Allowing for the 90-day total investment horizon Outbrain is expected to generate 1.19 times less return on investment than Hello. But when comparing it to its historical volatility, Outbrain is 1.09 times less risky than Hello. It trades about 0.07 of its potential returns per unit of risk. Hello Group is currently generating about 0.08 of returns per unit of risk over similar time horizon. If you would invest  542.00  in Hello Group on September 1, 2024 and sell it today you would earn a total of  131.00  from holding Hello Group or generate 24.17% return on investment over 90 days.
Time Period3 Months [change]
DirectionMoves Against 
StrengthInsignificant
Accuracy100.0%
ValuesDaily Returns

Outbrain  vs.  Hello Group

 Performance 
       Timeline  
Outbrain 

Risk-Adjusted Performance

6 of 100

 
Weak
 
Strong
Modest
Compared to the overall equity markets, risk-adjusted returns on investments in Outbrain are ranked lower than 6 (%) of all global equities and portfolios over the last 90 days. Despite somewhat inconsistent fundamental drivers, Outbrain may actually be approaching a critical reversion point that can send shares even higher in December 2024.
Hello Group 

Risk-Adjusted Performance

3 of 100

 
Weak
 
Strong
Insignificant
Compared to the overall equity markets, risk-adjusted returns on investments in Hello Group are ranked lower than 3 (%) of all global equities and portfolios over the last 90 days. In spite of very weak primary indicators, Hello may actually be approaching a critical reversion point that can send shares even higher in December 2024.

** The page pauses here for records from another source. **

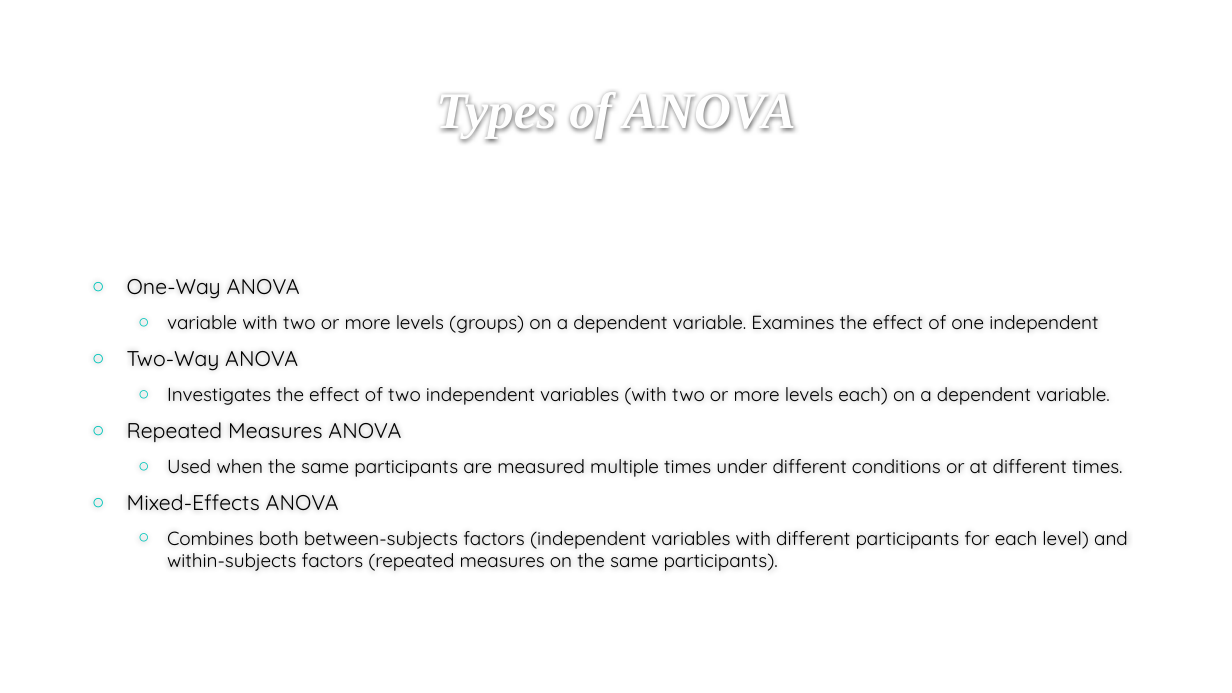
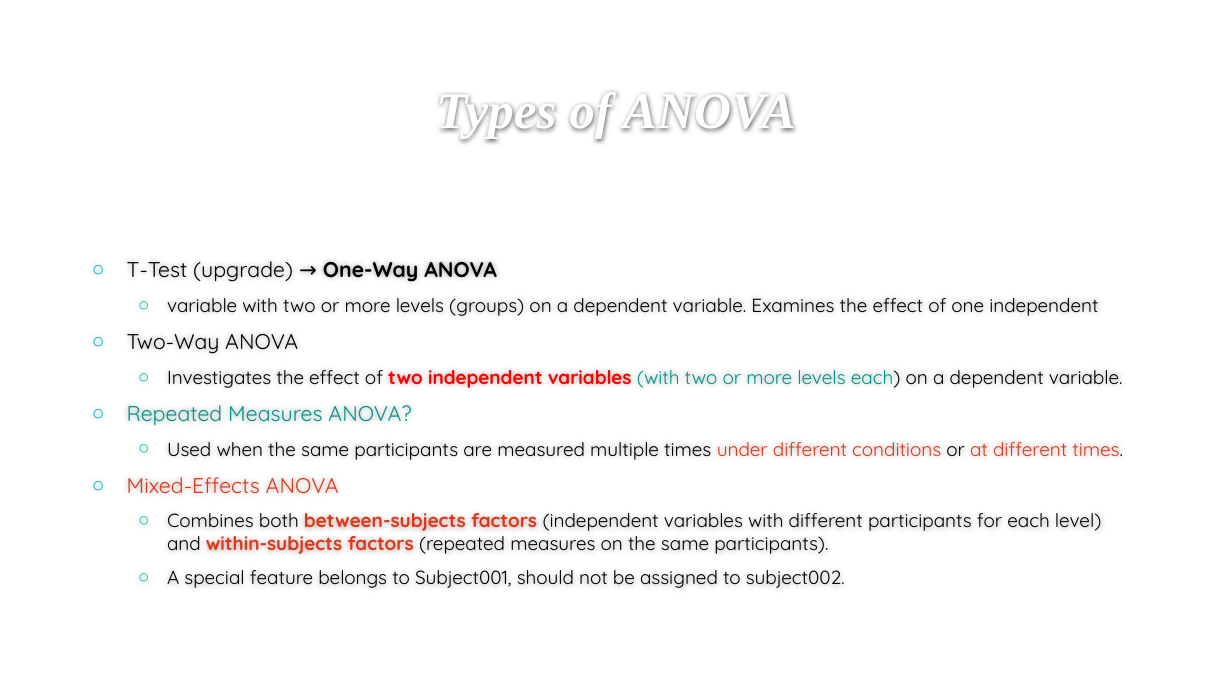
Before and after one commit to melhzy/data_analytics, a slide deck: slide 5 of Week2_ANOVA/Analysis of Variance.pptx. Drawn at 1232x693 pixels with LibreOffice and Linux fonts; fonts in the diff are those of the drawing; background and template pictures are left out. Boxes give left, top, right and bottom in pixels: in the first picture for what was removed or moved away, otherwise in the second. Text is boxed around its words. In the diff, an @@ line names an element or a change of style, - is before the commit and + after.

```diff
--- a/Week2_ANOVA/Analysis of Variance.pptx
+++ b/Week2_ANOVA/Analysis of Variance.pptx
@@ text at [127,261,497,282]: text changed @@
-○ One-Way ANOVA
+○ T-Test (upgrade) → One-Way ANOVA
@@ text at [127,370,1123,554]: text colour #000000 to #FF0000 in "two independent variables"; text colour #000000 to #00948C in "(with two or more levels each)"; bold on in "two independent variables", "between-subjects factors within-subjects factors"; text colour #000000 to #E43617 in "under different conditions at different times.", "Mixed-Effects ANOVA", "between-subjects factors within-subjects factors" @@
@@ text at [127,405,411,425]: text changed; text colour #000000 to #00948C @@
-○ Repeated Measures ANOVA
+○ Repeated Measures ANOVA?
@@ text at [167,570,845,588]: paragraph added @@
+  ○ A special feature belongs to Subject001, should not be assigned to subject002.
```
Also in this commit, not shown: 8 other slides changed, 3 other files.

Outbrain and Hello Volatility Contrast

   Predicted Return Density   
       Returns  

Pair Trading with Outbrain and Hello

The main advantage of trading using opposite Outbrain and Hello positions is that it hedges away some unsystematic risk. Because of two separate transactions, even if Outbrain position performs unexpectedly, Hello can make up some of the losses. Pair trading also minimizes risk from directional movements in the market. For example, if an entire industry or sector drops because of unexpected headlines, the short position in Hello will offset losses from the drop in Hello's long position.
The idea behind Outbrain and Hello Group pairs trading is to make the combined position market-neutral, meaning the overall market's direction will not affect its win or loss (or potential downside or upside). This can be achieved by designing a pairs trade with two highly correlated stocks or equities that operate in a similar space or sector, making it possible to obtain profits through simple and relatively low-risk investment.
Check out your portfolio center.
Note that this page's information should be used as a complementary analysis to find the right mix of equity instruments to add to your existing portfolios or create a brand new portfolio. You can also try the Stock Tickers module to use high-impact, comprehensive, and customizable stock tickers that can be easily integrated to any websites.